■ What is required
Reproduce, exactly and only, the lines of the data that follows from the one containing "block between the" down to the one containing "BAR_CORNER_RADIUS = 25.0", without pictures.

** Records for the exercise follows **

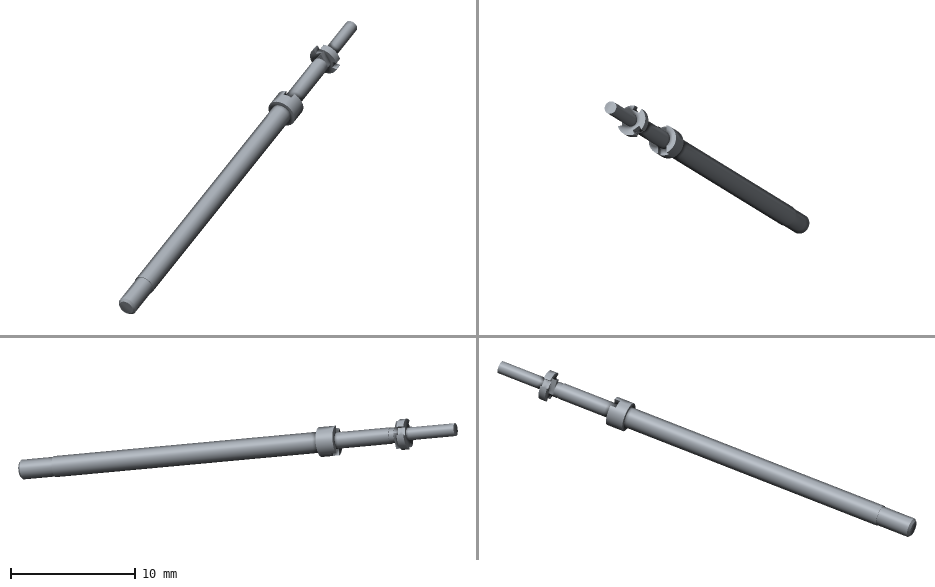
import cadquery as cq
import math

LENGTH = 37.1

TAIL_END = 2.93
COLLAR_START = 25.55
COLLAR_END = 27.0
NECK_START = 31.57
DIAMOND_START = 32.0
FLANGE_START = 32.45
FLANGE_END = 33.05

TAIL_DIAMETER = 1.6
BODY_DIAMETER = 1.7
COLLAR_DIAMETER = 2.4
BARREL_DIAMETER = 1.35
NECK_DIAMETER = 1.25
FLANGE_DIAMETER = 2.5
TIP_DIAMETER = 1.05
TAIL_CHAMFER = 0.2

SLOT_WIDTH = 0.75
SLOT_LENGTH = 0.5

NOTCH_COUNT = 3
NOTCH_WIDTH = 0.65
NOTCH_FLOOR_RADIUS = 0.8

DIAMOND_HALF_WIDTH = 0.65
DIAMOND_SIDE_ANGLE = 60
DIAMOND_HALF_HEIGHT = DIAMOND_HALF_WIDTH * math.tan(math.radians(DIAMOND_SIDE_ANGLE))


def rod(diameter, start, end):
    """Solid cylinder on the Y axis between two stations."""
    return cq.Workplane("XZ", origin=(0, start, 0)).circle(diameter / 2).extrude(start - end)


def tail():
    """Rear end of the pin, with a chamfered rim."""
    return rod(TAIL_DIAMETER, 0, TAIL_END).faces("<Y").chamfer(TAIL_CHAMFER)


def slotted_collar():
    """Collar with a key slot at top and bottom; the barrel fills the slots' common middle."""
    collar = rod(COLLAR_DIAMETER, COLLAR_START, COLLAR_END)
    slots = cq.Workplane("XY").box(SLOT_WIDTH, SLOT_LENGTH, COLLAR_DIAMETER)
    return collar.cut(slots.translate((0, COLLAR_END - SLOT_LENGTH / 2, 0)))


def notched_flange():
    """Thin flange with flat-floored notches spaced evenly around its rim."""
    flange = rod(FLANGE_DIAMETER, FLANGE_START, FLANGE_END)
    thickness = FLANGE_END - FLANGE_START
    cutter_length = FLANGE_DIAMETER / 2
    cutter = cq.Workplane("XY").box(cutter_length, thickness, NOTCH_WIDTH)
    cutter = cutter.translate((NOTCH_FLOOR_RADIUS + cutter_length / 2, FLANGE_START + thickness / 2, 0))
    for index in range(NOTCH_COUNT):
        flange = flange.cut(cutter.rotate((0, 0, 0), (0, 1, 0), index * 360 / NOTCH_COUNT))
    return flange


def diamond_block():
    """Four-sided block between the neck and the flange."""
    corners = [
        (DIAMOND_HALF_WIDTH, 0),
        (0, DIAMOND_HALF_HEIGHT),
        (-DIAMOND_HALF_WIDTH, 0),
        (0, -DIAMOND_HALF_HEIGHT),
    ]
    outline = cq.Workplane("XZ", origin=(0, DIAMOND_START, 0)).polyline(corners).close()
    return outline.extrude(DIAMOND_START - FLANGE_START)


result = (
    tail()
    .union(rod(BODY_DIAMETER, TAIL_END, COLLAR_START))
    .union(slotted_collar())
    .union(rod(BARREL_DIAMETER, COLLAR_START, NECK_START))
    .union(rod(NECK_DIAMETER, NECK_START, DIAMOND_START))
    .union(diamond_block())
    .union(notched_flange())
    .union(rod(TIP_DIAMETER, FLANGE_END, LENGTH))
)
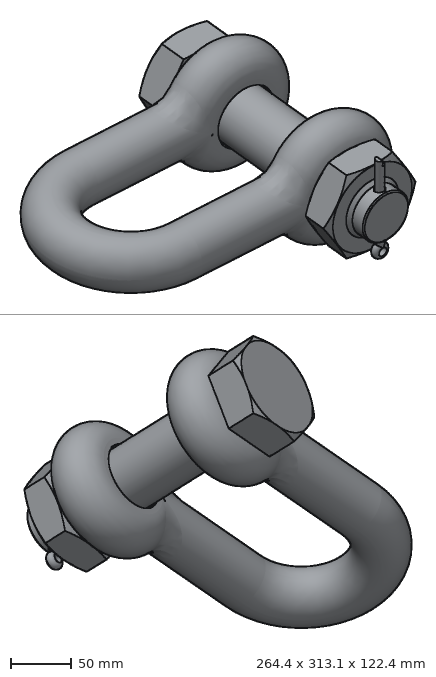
import cadquery as cq
import math


BAR_WIDTH = 51.0
BAR_CORNER_RADIUS = 25.0
INSIDE_WIDTH = 82.0
LEG_LENGTH = 159.84
EYE_OUTER_RADIUS = 61.21
EYE_BLEND_RADIUS = 37.0

EYE_TUBE_RADIUS = BAR_WIDTH / 2
EYE_RING_RADIUS = EYE_OUTER_RADIUS - EYE_TUBE_RADIUS
LEG_OFFSET = (INSIDE_WIDTH + BAR_WIDTH) / 2
SHACKLE_HALF_WIDTH = INSIDE_WIDTH / 2 + BAR_WIDTH

BOLT_DIAMETER = 57.15
BOLT_BORE_DIAMETER = 60.3
BOLT_LENGTH = 264.41
HEAD_THICKNESS = 31.9
HEAD_ACROSS_FLATS = 85.4
NUT_THICKNESS = 30.4
NUT_ACROSS_FLATS = 87.0
HEX_FACE_RADIUS = 43.0
HEX_CHAMFER_LENGTH = 3.7
NECK_DIAMETER = 49.8
NECK_END_CHAMFER = 1.3

HEAD_START = -SHACKLE_HALF_WIDTH - HEAD_THICKNESS
BOLT_END = HEAD_START + BOLT_LENGTH
NUT_START = SHACKLE_HALF_WIDTH
NUT_END = NUT_START + NUT_THICKNESS
NECK_TAPER_LENGTH = (BOLT_DIAMETER - NECK_DIAMETER) / 2

SPLIT_PIN_DIAMETER = 8.3
SPLIT_PIN_X = 131.9
SPLIT_PIN_HOLE_DIAMETER = 10.2
LONG_PRONG_TOP = 56.0
SHORT_PRONG_TOP = 50.6
LOOP_BOTTOM = -47.0

SPLIT_PIN_RADIUS = SPLIT_PIN_DIAMETER / 2
LOOP_OUTER_RADIUS = SPLIT_PIN_DIAMETER
LOOP_INNER_RADIUS = LOOP_OUTER_RADIUS - SPLIT_PIN_RADIUS
LOOP_CENTRE_Z = LOOP_BOTTOM + LOOP_OUTER_RADIUS


def bar_section():
    """Rounded-square cross-section of the bar, with narrow flats left between its corners."""
    return cq.Sketch().rect(BAR_WIDTH, BAR_WIDTH).vertices().fillet(BAR_CORNER_RADIUS)


def eye_and_leg(x):
    """One straight leg with a round-rimmed eye blended onto its end."""
    eye = (
        cq.Workplane("XY")
        .moveTo(-EYE_TUBE_RADIUS, 0)
        .lineTo(-EYE_TUBE_RADIUS, -EYE_RING_RADIUS)
        .threePointArc((0, -EYE_OUTER_RADIUS), (EYE_TUBE_RADIUS, -EYE_RING_RADIUS))
        .lineTo(EYE_TUBE_RADIUS, 0)
        .close()
        .revolve(360, (0, 0, 0), (1, 0, 0))
    )
    leg = cq.Workplane("XZ").placeSketch(bar_section()).extrude(LEG_LENGTH)
    joined = eye.union(leg)
    blended = joined.edges("%BSPLINE").fillet(EYE_BLEND_RADIUS)
    return blended.translate((x, 0, 0))


def make_shackle():
    """U-shaped shackle: two eyed legs, the half-ring bow and a clearance bore for the bolt."""
    bow = (
        cq.Workplane("XZ", origin=(LEG_OFFSET, -LEG_LENGTH, 0))
        .placeSketch(bar_section())
        .revolve(180, (-LEG_OFFSET, 0, 0), (-LEG_OFFSET, -1, 0))
    )
    shackle = bow
    for x in (-LEG_OFFSET, LEG_OFFSET):
        shackle = shackle.union(eye_and_leg(x))
    bore = (
        cq.Workplane("YZ")
        .circle(BOLT_BORE_DIAMETER / 2)
        .extrude(SHACKLE_HALF_WIDTH, both=True)
    )
    return shackle.cut(bore)


def hexagon(start, thickness, across_flats, chamfer_both_ends):
    """Hexagonal block along X with flats at top and bottom; its corners are turned off at the ends."""
    corner_radius = across_flats / math.sqrt(3)
    block = cq.Workplane("YZ", origin=(start, 0, 0)).polygon(6, 2 * corner_radius).extrude(thickness)
    end = start + thickness
    profile = [(start, 0), (start, HEX_FACE_RADIUS), (start + HEX_CHAMFER_LENGTH, corner_radius)]
    if chamfer_both_ends:
        profile += [(end - HEX_CHAMFER_LENGTH, corner_radius), (end, HEX_FACE_RADIUS), (end, 0)]
    else:
        profile += [(end, corner_radius), (end, 0)]
    envelope = cq.Workplane("XY").polyline(profile).close().revolve(360, (0, 0, 0), (1, 0, 0))
    return block.intersect(envelope)


def make_shank():
    """Turned shank that tapers past the nut to a thinner chamfered neck."""
    shank_radius = BOLT_DIAMETER / 2
    neck_radius = NECK_DIAMETER / 2
    profile = [
        (-SHACKLE_HALF_WIDTH, 0),
        (-SHACKLE_HALF_WIDTH, shank_radius),
        (NUT_END, shank_radius),
        (NUT_END + NECK_TAPER_LENGTH, neck_radius),
        (BOLT_END - NECK_END_CHAMFER, neck_radius),
        (BOLT_END, neck_radius - NECK_END_CHAMFER),
        (BOLT_END, 0),
    ]
    return cq.Workplane("XZ").polyline(profile).close().revolve(360, (0, 0, 0), (1, 0, 0))


def prong(side, top):
    """Half-round prong rising from the loop; side is -1 for the -Y half and 1 for the +Y half."""
    foot = LOOP_CENTRE_Z + LOOP_INNER_RADIUS
    return (
        cq.Workplane("XY", origin=(SPLIT_PIN_X, 0, foot))
        .moveTo(-SPLIT_PIN_RADIUS, 0)
        .threePointArc((0, side * SPLIT_PIN_RADIUS), (SPLIT_PIN_RADIUS, 0))
        .close()
        .extrude(top - foot)
    )


def make_split_pin():
    """Split pin of two half-round prongs, the -Y one longer, joined by a half-round loop below."""
    loop = (
        cq.Workplane("XY", origin=(SPLIT_PIN_X, 0, LOOP_CENTRE_Z))
        .moveTo(-SPLIT_PIN_RADIUS, LOOP_INNER_RADIUS)
        .threePointArc((0, LOOP_OUTER_RADIUS), (SPLIT_PIN_RADIUS, LOOP_INNER_RADIUS))
        .close()
        .revolve(360, (0, 0, 0), (1, 0, 0))
    )
    return prong(-1, LONG_PRONG_TOP).union(prong(1, SHORT_PRONG_TOP)).union(loop)


def make_bolt():
    """Bolt with its head and nut, drilled through the neck for the split pin."""
    head = hexagon(HEAD_START, HEAD_THICKNESS, HEAD_ACROSS_FLATS, chamfer_both_ends=False)
    nut = hexagon(NUT_START, NUT_THICKNESS, NUT_ACROSS_FLATS, chamfer_both_ends=True)
    pin_hole = (
        cq.Workplane("XY", origin=(SPLIT_PIN_X, 0, 0))
        .circle(SPLIT_PIN_HOLE_DIAMETER / 2)
        .extrude(NECK_DIAMETER, both=True)
    )
    return head.union(make_shank()).union(nut).cut(pin_hole)


bolted_shackle = make_shackle().union(make_bolt())
split_pin = make_split_pin()

result = cq.Compound.makeCompound([bolted_shackle.val(), split_pin.val()])

** End of Records for the exercise **

■ Exercise output
    """Four-sided block between the neck and the flange."""
    corners = [
        (DIAMOND_HALF_WIDTH, 0),
        (0, DIAMOND_HALF_HEIGHT),
        (-DIAMOND_HALF_WIDTH, 0),
        (0, -DIAMOND_HALF_HEIGHT),
    ]
    outline = cq.Workplane("XZ", origin=(0, DIAMOND_START, 0)).polyline(corners).close()
    return outline.extrude(DIAMOND_START - FLANGE_START)


result = (
    tail()
    .union(rod(BODY_DIAMETER, TAIL_END, COLLAR_START))
    .union(slotted_collar())
    .union(rod(BARREL_DIAMETER, COLLAR_START, NECK_START))
    .union(rod(NECK_DIAMETER, NECK_START, DIAMOND_START))
    .union(diamond_block())
    .union(notched_flange())
    .union(rod(TIP_DIAMETER, FLANGE_END, LENGTH))
)
import cadquery as cq
import math


BAR_WIDTH = 51.0
BAR_CORNER_RADIUS = 25.0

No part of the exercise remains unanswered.